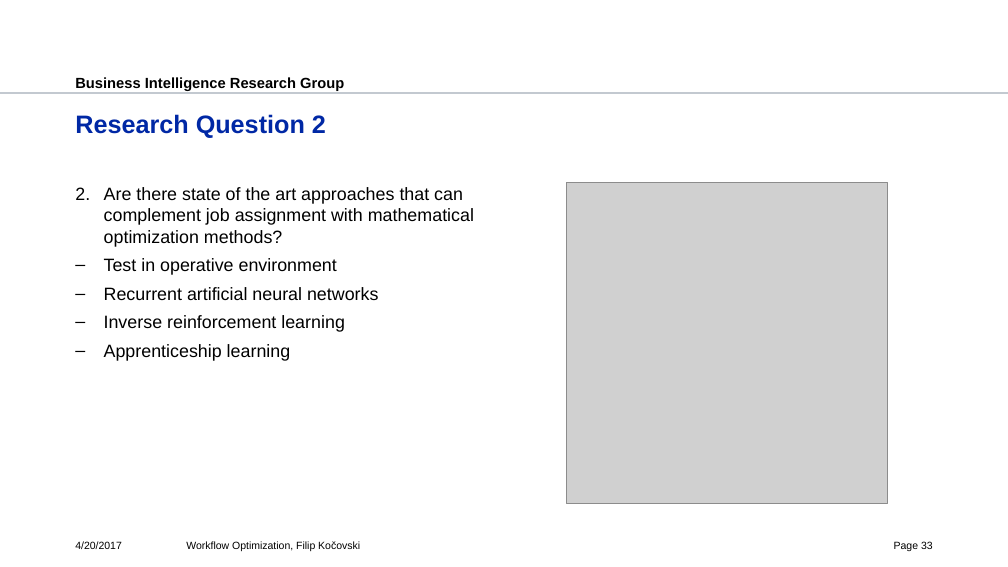
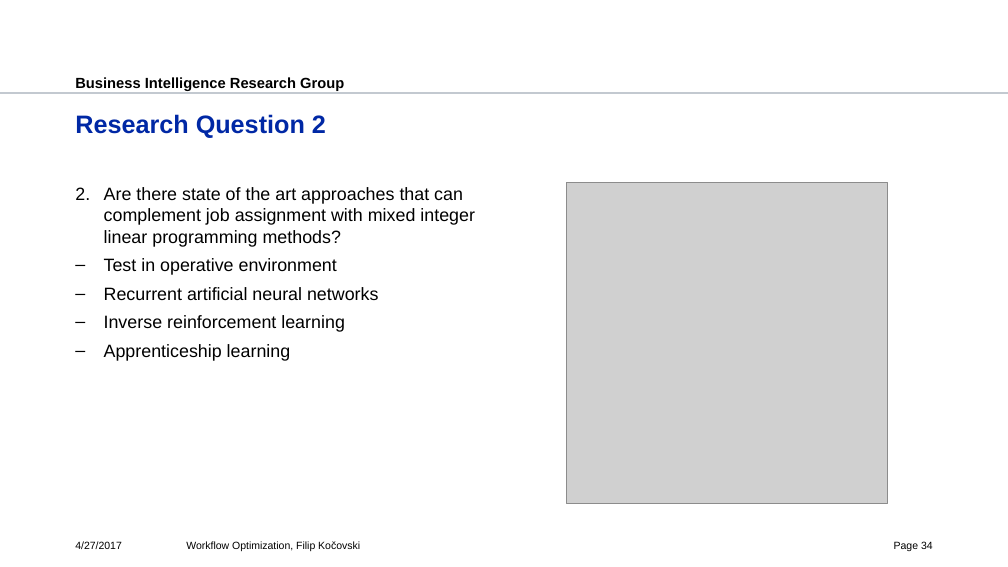
Before and after one commit to fkocovski/mt_presentation, a slide deck: slide 34 of Workflow Optimization.pptx (slide 33 before the commit). Drawn at 1008x567 pixels with LibreOffice and Linux fonts; fonts in the diff are those of the drawing; grey boxes stand for pictures; background and template pictures are left out. Boxes give left, top, right and bottom in pixels: in the first picture for what was removed or moved away, otherwise in the second. Text is boxed around its words. In the diff, an @@ line names an element or a change of style, - is before the commit and + after.

```diff
--- a/Workflow Optimization.pptx
+++ b/Workflow Optimization.pptx
@@ text at [104, 187, 475, 247]: text changed @@
-2. Are there state of the art approaches that can complement job assignment with mathematical optimization methods?
+2. Are there state of the art approaches that can complement job assignment with mixed integer linear programming methods?
@@ text at [75, 541, 122, 549]: text changed @@
-4/20/2017
+4/27/2017
@@ page number at [894, 541, 933, 551]: text changed @@
-Page 33
+Page 34
```
Also in this commit, not shown: 33 other slides changed, 1 slide added.

= TASK TO CARRY OUT =
In the data above, find each line that has the word "Workflow" and copy it out.

= RESPONSE TO THIS TASK =
Before and after one commit to fkocovski/mt_presentation, a slide deck: slide 34 of Workflow Optimization.pptx (slide 33 before the commit). Drawn at 1008x567 pixels with LibreOffice and Linux fonts; fonts in the diff are those of the drawing; grey boxes stand for pictures; background and template pictures are left out. Boxes give left, top, right and bottom in pixels: in the first picture for what was removed or moved away, otherwise in the second. Text is boxed around its words. In the diff, an @@ line names an element or a change of style, - is before the commit and + after.
--- a/Workflow Optimization.pptx
+++ b/Workflow Optimization.pptx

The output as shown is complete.